With impressively clear prose, Lehrer explores the oft-overlooked places in literary history where novelists, poets and the occasional cookbook writer predicted scientific breakthroughs with their artistic insights. The 25-year-old Columbia graduate draws from his diverse background in lab work, science writing and fine cuisine to explain how Cézanne anticipated breakthroughs in the understanding of human sight, how Walt Whitman intuited the biological basis of thoughts and, in the title essay, how Proust penetrated the mysteries of memory by immersing himself in childhood recollections. Lehrer's writing peaks in the essay about Auguste Escoffier, the chef who essentially invented modern French cooking. The author's obvious zeal for the subject of food preparation leads him into enjoyable discussions of the creation of MSG and the decidedly unappetizing history of 18th- and 19th-century culinary arts. Occasionally, the science prose risks becoming exceedingly dry (as in the enthusiastic section detailing the work of Lehrer's former employer, neuroscientist Kausik Si), but the hard science is usually tempered by Lehrer's deft way with anecdote and example.

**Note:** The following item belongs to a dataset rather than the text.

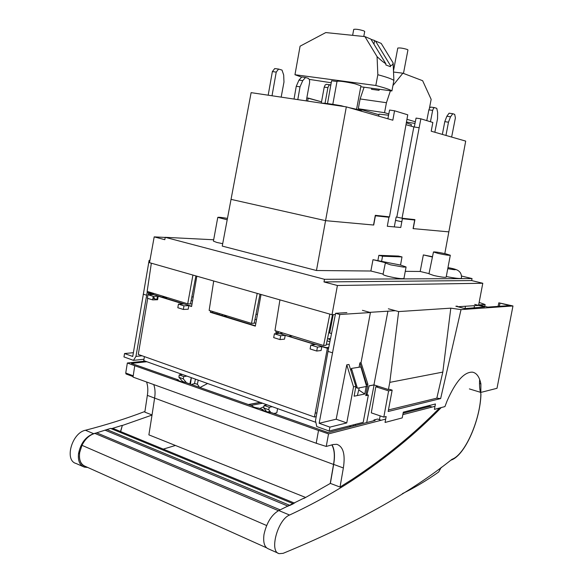 <?xml version="1.0" encoding="UTF-8"?>
<svg xmlns="http://www.w3.org/2000/svg" width="583" height="583" viewBox="0 0 583 583"><rect width="100%" height="100%" fill="white"/><g stroke="black" fill="none" stroke-linecap="round" stroke-linejoin="round"><path stroke-width="0.87" d="M332.048 444.829C334.584 449.449 335.123 455.972 333.665 464.396L330.372 483.402L303.779 498.516M330.386 483.409L340.027 487.053L343.358 467.96C345.442 454.449 343.256 446.563 336.799 444.312L333.17 444.523L326.247 446.447L328.528 433.89L318.529 430.407L316.241 442.985L318.529 430.407M439.524 408.027C414.163 433.854 384.948 457.706 351.877 479.576L340.027 487.053M451.978 459.309L452.007 459.28C410.089 492.926 353.794 524.27 283.127 553.333L279.199 553.653C268.96 551.853 277.676 519.519 289.576 515.029C312.503 504.346 333.622 492.664 352.934 479.977C386.296 457.844 415.737 433.708 441.251 407.568M303.867 498.166L278.769 510.54L289.576 515.029M278.769 510.54C271.554 514.745 266.62 522.74 263.982 534.509C263.006 542.511 264.478 547.291 268.413 548.865L278.084 553.158M120.681 431.588L122.321 425.503L152.025 415.067L148.884 434.867L305.405 497.365M79.405 456.197C79.58 462.035 81.693 465.489 85.73 466.553M79.565 453.399L78.516 453.72C80.607 443.335 85.643 436.645 93.608 433.657L96.523 432.885M87.742 467.464L84.243 467.1C79.703 465.234 77.794 460.774 78.516 453.72M175.432 445.47L163.284 449.114M330.233 483.489L333.534 464.44L154.604 398.094L152.025 415.067M153.744 384.576C155.129 388.504 155.413 393.008 154.604 398.094L147.353 395.361M318.384 430.436L134.731 365.723L133.033 377.099L316.19 443.248L326.247 446.447M328.528 433.89L385.684 419.09M402.838 414.644L434.998 406.315M316.642 443.124L316.19 443.248M333.534 464.44C334.992 455.979 334.423 449.457 331.836 444.895M343.358 467.96L333.665 464.403M190.313 381.865L190.736 382.105M199.357 387.287C197.921 383.723 195.327 382.812 191.574 384.554M146.85 361.73L131.357 363.384L178.449 379.941L177.108 380.145L183.587 382.426L185.03 382.251L252.322 405.914C252.978 406.985 255.07 407.721 258.597 408.122L263.217 409.74L261.971 410.024L269.259 412.589L270.629 412.349L328.163 432.579L375.131 420.379L373.929 419.986L377.638 419.039L380.422 419.964M403.123 413.187L429.919 406.315L431.588 406.839M134.731 365.723L127.349 363.005L145.109 361.103M133.252 375.809L125.739 373.011L127.349 363.005M199.991 387.513L207.577 383.505M125.739 373.011L126.037 373.973L133.106 376.611M146.566 381.982C147.893 385.91 148.155 390.37 147.346 395.383L144.824 412.137L152.039 414.95M122.321 425.503L120.506 431.515M112.504 428.359L122.058 425.401M144.927 411.467C126.373 418.565 106.543 424.825 85.431 430.254C71.92 432.805 64.115 460.519 76.096 463.485L82.946 466.524M281.392 332.558L280.576 333.6M419.826 408.902L418.157 408.377M260.135 402.343L248.394 404.529M250.901 405.411L262.569 403.217M479.612 379.963C479.299 385.662 479.722 390.267 480.873 393.773L480.953 394.254M441.244 467.326L438.707 471.96C426.814 480.414 414.71 487.65 402.372 493.67M263.924 406.694L259.821 408.552M260.361 402.423L248.628 404.617M351.024 426.639L349.057 425.969M114.057 428.862L110.559 428.418L94.869 433.409C89.483 434.962 85.184 438.933 81.977 445.325L79.696 452.459C78.778 459.783 80.643 464.411 85.293 466.356L266.533 547.809M289.547 505.57L293.489 503.676M110.559 428.418L293.285 503.748M289.897 505.381L106.769 429.525M149.889 260.63L149.11 260.412L149.926 260.426L149.11 260.412L132.742 356.468L124.558 353.531L123.968 356.934L133.456 360.36L143.979 359.259L133.456 360.36L135.956 356.402L133.456 360.36M156.856 299.502L157.264 297.257L158.037 297.235M162.016 297.126L165.579 297.031M152.994 293.745L152.899 294.328M135.956 356.402L142.114 355.79L135.956 356.402L147.105 292.79L151.449 292.695M132.815 356.053L131.86 356.147M133.376 352.693L124.558 353.531M147.105 292.79L147.331 291.434M487.738 307.103L479.153 304.916L485.114 304.545L479.146 302.424L485.114 304.545L479.153 304.916L487.738 307.103L509.863 305.587L498.837 302.825L498.064 306.396M388.613 390.872L375.809 386.74L371.291 412.859L383.818 417.115L388.613 390.872L392.162 390.129L388.161 411.503L440.646 398.568L461.029 309.609L512.967 305.966L498.837 302.825M461.029 309.609L450.805 308.159L442.81 372.092L389.779 382.375L398.648 311.577L450.805 308.159M398.648 311.577L388.365 308.786M362.422 310.324L370.424 312.539L361.037 362.684L367.851 384.139L365.781 395.638L368.354 395.106L363.194 422.369L329.184 431.026L316.758 426.545L315.498 420.583L328.506 348.627L335.597 313.297L339.823 314.499L370.424 312.539M335.597 313.297L346.885 312.605M457.327 306.155L455.848 306.243L464.891 308.589L484.662 306.928L474.7 304.384L484.662 306.928L464.891 308.589L455.848 306.243L457.327 306.155L457.24 306.607M500.01 303.116L499.347 306.308M512.967 305.966L497.007 388.3L480.829 392.417L469.388 388.912M480.829 392.417L480.902 383.927C479.437 376.858 476.624 372.938 472.449 372.151C464.083 371.881 455.622 381.508 447.052 401.017L444.938 406.591L434.415 409.375L435.435 403.975L403.319 412.152L402.219 417.902L385.064 422.449L386.15 416.524L383.818 417.115M479.503 383.512L480.902 383.927M429.299 406.475L429.482 405.491M380.174 415.876L379.424 419.636M375.809 386.74L378.221 386.267L373.943 384.889L387.906 311.184M389.779 382.375L388.409 389.546L378.221 386.267M388.409 389.546L389.59 389.298L392.162 390.129M440.646 398.568L436.835 398.16L388.453 409.944M436.835 398.16L442.81 372.092M373.943 384.889L368.981 385.851L366.977 394.647M361.037 362.684L359.922 362.852L366.598 384.372L367.851 384.139M339.823 314.499L319.149 423.265L329.898 427.12L346.754 422.93L353.524 386.85L355.87 386.405L354.121 396.2L364.769 394.013L358.931 390.078L358.866 389.415M366.598 384.372L366.364 385.618M366.19 386.514L364.769 394.013M329.898 427.12L329.184 431.026M359.062 367.224L359.922 362.852M319.149 423.265L336.187 419.213L346.754 422.93M353.524 386.85L346.776 364.827L336.187 419.213M346.776 364.827L348.977 364.492L355.87 386.405M366.015 394.334L368.354 395.106M353.327 426.042L353.553 424.825M355.543 424.315L355.302 425.532M367.181 393.751L369.105 385.888L374.06 384.926M374.104 384.94L366.685 422.573M315.862 422.325L267.167 404.864L264.143 405.447L263.713 407.932L266.606 411.656M143.761 360.622L144.409 356.607L143.761 360.622L182.435 374.49L179.229 374.905L178.915 377.281L183.259 378.848L183.762 376.538L186.961 376.108L267.167 404.864M186.961 376.108L182.435 374.49M314.434 417.027L316.212 416.626L314.434 417.027L327.369 348.306L321.838 346.601L321.102 350.507L321.838 346.601L327.369 348.306L314.434 417.027L138.28 354.428L147.725 298.35L138.288 354.428M255.339 326.13L210.31 312.269L210.565 310.834L210.31 312.269L255.339 326.13L261.038 294.488M191.588 306.505L196.843 276.182L191.588 306.505L188.819 305.652L191.588 306.505M188.819 305.652L188.2 309.23L188.819 305.652L183.958 305.842L178.442 304.137L183.317 303.962L158.204 296.23L183.317 303.962M147.973 294.728L147.382 298.241L152.659 299.881L157.607 299.735L152.928 298.285L157.607 299.735L158.204 296.23L153.256 296.353L147.973 294.728L152.943 294.612L148.585 293.271L152.943 294.612M151.864 293.198L148.585 293.271L148.337 294.714L148.585 293.271L151.864 293.198L153.599 293.73L151.143 293.788L191.632 306.243M315.243 344.575L285.218 335.327L280.693 335.742L279.986 339.583L284.519 339.146L285.218 335.327L315.243 344.575L310.834 345.056L317.458 347.104L321.838 346.601M275.817 332.434L278.936 333.396L275.817 332.434L276.094 330.933L275.817 332.434L325.875 347.541L328.732 347.504M190.466 384.168L191.326 377.675M183.069 381.595L182.989 382.215M178.915 377.281L182.625 381.428L184.928 382.266M179.229 374.905L183.762 376.538M186.487 382.769L183.259 378.848M198.242 380.152L197.309 384.401M195.458 379.154L194.467 383.687M191.239 377.646L189.861 383.949M267.459 411.955L270.046 411.43M273.821 413.471L276.794 412.859L277.603 408.61M270.774 412.4L268.77 409.762L269.244 407.277L272.261 406.686M268.77 409.762L263.713 407.932M264.143 405.447L269.244 407.277M351.469 368.42L350.93 370.708L351.469 368.42L357.401 388.212L355.747 387.097L357.401 388.212L366.605 386.434L360.877 366.94L351.469 368.42L357.401 388.212M211.542 312.313L210.31 312.269M212.802 311.519L212.606 312.634M188.2 309.23L183.332 309.449L183.958 305.842M178.442 304.137L177.822 307.729L183.332 309.449M153.256 296.353L152.659 299.881M372.996 259.683L400.769 265.105L406.074 266.978L403.596 267.131L390.544 264.842L385.341 262.999L385.815 262.802L372.996 259.683L370.868 271.015L316.46 270.512L325.562 220.658L373.71 225.038L375.394 215.805L388.948 217.262L387.294 226.27L400.761 227.494L402.387 218.705L414.681 220.031L413.085 228.616L448.844 231.866L444.807 253.598M378.863 255.332L382.557 256.221L402.008 256.921L398.393 256.068L378.863 255.332L377.908 260.419M429.008 273.624L420.183 271.474L405.272 271.335M420.183 271.474L423.353 254.917L432.491 256.709M401.825 221.744L395.522 220.381L401.825 221.744M346.324 106.871L392.825 120.207L394.545 110.785L407.757 114.815L389.488 216.861L375.306 215.324L373.535 225.023L325.562 220.658L346.324 106.871L251.12 92.646L231.043 199.364L325.562 220.658L231.043 199.364L222.247 246.092L316.46 270.512M335.349 314.521L332.019 314.733L337.411 285.502L323.995 281.939L324.498 279.301L472.048 278.565L471.654 280.569L482.797 283.258L478.585 305.375M324.498 279.301L165.222 237.317L164.814 239.693L154.196 236.88L149.518 262.685L332.019 314.733M213.669 239.766L165.222 237.317M461.539 276.043L472.048 278.565M433.468 251.973L428.971 273.799L433.716 275.475C440.639 277.02 444.785 277.588 446.163 277.18L450.309 255.245C448.997 255.492 444.938 254.888 438.146 253.43L433.468 251.973C434.794 251.732 438.824 252.33 445.565 253.773L450.309 255.245M227.195 219.776L217.772 217.393L213.422 241.114L216.818 242.448L222.699 243.687M370.868 271.015L383.111 274.083M383.046 274.389L383.046 274.411C383.133 274.855 384.875 275.511 388.271 276.386C396.892 278.346 402.117 279.031 403.953 278.441L406.074 266.992M446.279 276.546C455.301 278.302 460.359 278.863 461.437 278.244C461.721 274.987 460.789 272.553 458.632 270.942C457.466 269.98 455.257 269.142 451.985 268.413L452.328 268.493M323.995 281.939L471.654 280.569M337.411 285.502L482.797 283.258M369.695 312.342L395.42 310.703M457.757 306.738L478.577 305.412M165.208 237.434L154.196 236.88M329.84 314.113L323.609 345.515L326.137 345.231L332.485 314.703M279.935 299.881L274.957 330.59L323.609 345.515M257.19 293.395L251.506 323.397L254.195 323.208L260.003 294.196M251.506 323.397L209.144 310.396L213.713 280.991M192.922 275.059L187.711 303.823L192.018 303.998M195.895 275.912L190.517 303.721M151.347 263.203L147.156 291.383L187.711 303.823M382.557 256.221L381.603 261.322M402.008 256.921L400.536 265.046M432.426 257.03L423.353 254.917M217.772 217.393C218.428 217.058 221.657 217.393 227.457 218.399M361.518 111.2C362.757 110.828 358.574 109.64 348.969 107.629C357.226 109.342 361.533 110.493 361.905 111.076L361.861 111.324M341.339 105.756L344.057 106.536L341.339 105.756C330.714 103.898 324.112 103.038 321.524 103.169L331.909 104.204L341.339 105.756L341.274 106.121M387.863 118.786L389.582 110.056L394.545 110.785M413.843 126.926L419.148 127.75L402.037 218.224L396.826 217.109L413.843 126.926L406.016 124.696M402.037 218.224L414.914 219.616L413.238 228.631L448.844 231.866L465.7 141.101L431.216 131.211L432.841 122.466L420.86 118.815L419.148 127.75M414.28 126.999L416.065 118.094L420.86 118.815M411.088 126.139L411.372 124.587L406.285 122.838M308.181 98.053L307.649 101.092L308.181 98.053L321.524 101.836L306.84 97.857M396.826 217.109L396.156 217.036L394.29 226.911M384.722 216.81L384.802 216.351M149.11 260.412L149.926 260.426M281.961 332.74L281.757 333.964M357.364 395.536L359.252 387.855M373.943 44.17L374.629 40.511L371.014 39.352M390.406 65.493C391.922 65.617 392.833 64.771 393.139 62.942L381.216 43.426L375.503 41.036L390.406 65.493L390.442 66.702L385.866 64.953L385.837 63.729L370.854 39.09L364.929 36.605L377.07 56.638L377.835 74.726L375.816 85.497C384.926 87.858 390.289 89.68 391.907 90.97L393.889 80.512C392.293 79.091 386.944 77.167 377.835 74.726M301.63 77.145L294.962 74.726L300.085 46.188L325.773 32.568L364.929 36.605M374.548 40.934L375.503 41.036M393.139 62.942L393.889 80.512M309.362 79.397L331.326 82.771M360.768 86.758L391.907 90.97M294.962 74.726L375.816 85.497M327.508 103.599L331.574 80.775L337.003 81.503M356.563 109.305L360.943 85.832L354.967 83.784C345.216 81.671 339.24 80.84 337.04 81.292L337.04 81.314M385.837 63.729C383.49 62.345 380.568 59.976 377.07 56.638M392.935 85.548L402.875 73.196L422.639 80.709L431.158 99.35L429.452 108.139M402.875 73.196L393.532 72.037M379.38 89.272L379.037 90.329L371.502 89.301L371.845 88.252M390.428 90.766L386.434 102.71L384.554 112.679L388.817 113.94M415.322 121.789L406.934 119.304M414.994 123.421L406.431 122.058M378.914 114.72L358.29 108.751L384.554 112.679M388.562 115.237L379.03 114.122L378.651 116.141M358.29 108.751L360.119 98.942L364.091 87.202M386.434 102.71L360.119 98.942M403.472 73.422L407.94 49.949L407.342 49.497C403.035 48.185 399.851 47.711 397.781 48.068L393.481 70.791M363.777 36.489L364.703 31.489L363.93 30.914C359.259 29.456 355.856 28.946 353.728 29.39L352.635 35.337M407.692 219.281L407.779 218.844M426.785 120.623L428.869 109.837L429.766 107.658L430.917 107.119M434.838 132.254L437.541 118.743L437.629 112.322L436.769 108.343L434.488 107.615L433.555 108.198L432.652 110.384L430.451 121.738M411.547 219.252L411.467 219.689M451.636 137.071L455.403 117.861L454.696 114.363L452.787 113.721L450.542 116.797L448.473 122.197L444.785 121.643L442.359 134.411M452.787 113.721L449.099 113.189L446.855 116.257L444.785 121.643M445.951 135.438L448.473 122.197M446.855 116.257L450.542 116.797M321.291 103.133L324.214 87.122L325.219 84.878L326.575 84.338M330.911 85.052L330 84.812L328.907 85.38L327.901 87.632L325.03 103.315M306.294 100.888L309.639 82.414L309.493 79.725L308.356 78.37L305.543 77.488L302.752 80.614L300.019 86.823L296.251 86.291L294.036 99.059M275.067 68.605L278.587 69.064L276.233 72.095L272.021 95.765M268.18 95.197L272.37 71.578L274.731 68.561M297.796 99.62L300.019 86.823M278.587 69.064L282.019 70.084L283.681 75.003L283.972 82.057L281.174 97.135M305.543 77.488L301.775 76.978L298.977 80.104L296.251 86.291M163.889 297.702L167.452 297.607M191.829 296.929L193.25 296.893M192.572 300.799L191.115 300.624M219.048 314.623L219.244 313.494M222.436 314.477L222.24 315.6M217.051 314.004L217.248 312.882M254.254 322.931L255.864 323.222L254.246 322.953M223.952 316.132L227.232 315.942M255.973 314.339L257.482 314.252M256.498 319.695L254.96 319.411M278.273 332.893L278.499 331.676M282.23 332.82L282.004 334.044M288.636 336.289L292.411 335.939M328.746 332.733L331.53 333.563M330.576 338.337L328.324 338.81L330.233 340.049M329.883 341.784L327.056 340.8M326.356 344.174L329.38 344.283M327.369 348.306L328.601 348.16L327.369 348.306M154.182 298.671L154.342 297.731L153.081 297.366M280.693 335.742L274.389 333.789L278.936 333.396M321.102 350.507L316.722 351.032L317.458 347.104M310.834 345.056L310.112 348.969L316.722 351.032M285.218 335.327L284.519 339.146M274.389 333.789L273.689 337.615L279.986 339.583M278.2 331.581L277.974 332.806M277.165 332.558L276.575 332.376M333.206 314.66L329.701 333.017M485.114 304.545L484.772 306.352M474.081 307.955L474.489 305.674M465.438 306.25L465.066 308.575M93.608 433.657L85.431 430.254M480.873 393.773L480.807 395.485C479.926 420.62 464.833 454.849 452.007 459.28M94.869 433.409L278.455 510.693M266.628 525.531L81.977 445.325M280.226 509.892L96.712 432.826M104.947 430.123L288.184 506.212M146.661 295.231L143.221 294.167M332.434 352.773L327.996 351.396M255.39 325.853L211.104 312.233M447.977 267.597L451.985 268.413L447.977 267.582M451.883 268.406C457.597 270.082 456.227 270.169 447.773 268.676M432.652 110.384L428.869 109.837M327.901 87.632L324.214 87.122M276.233 72.095L272.37 71.578M298.977 80.104L302.752 80.614M315.184 413.172L316.904 412.793M450.812 460.191C464.789 456.059 480.297 420.139 480.953 394.217M294.575 503.144L113.204 428.512M211.33 312.248L255.398 325.802M385.341 262.999L383.046 274.411M337.04 81.292L332.806 104.335M434.488 107.615L430.706 107.083M330 84.812L326.32 84.309"/></g></svg>

Most importantly, this collection comes close to exemplifying Lehrer's stated goal of creating a unified third culture in which science and literature can co-exist as peaceful, complementary equals. 21 b&w illus. (Nov.)
Copyright © Reed Business Information, a division of Reed Elsevier Inc. All rights reserved. --This text refers to the Hardcover edition.

Review

His book marks the arrival of an important new thinker, who finds in the science and the arts wonder and beauty, and with equal confidence says wise and fresh things about both. (Los Angeles Times Book Review )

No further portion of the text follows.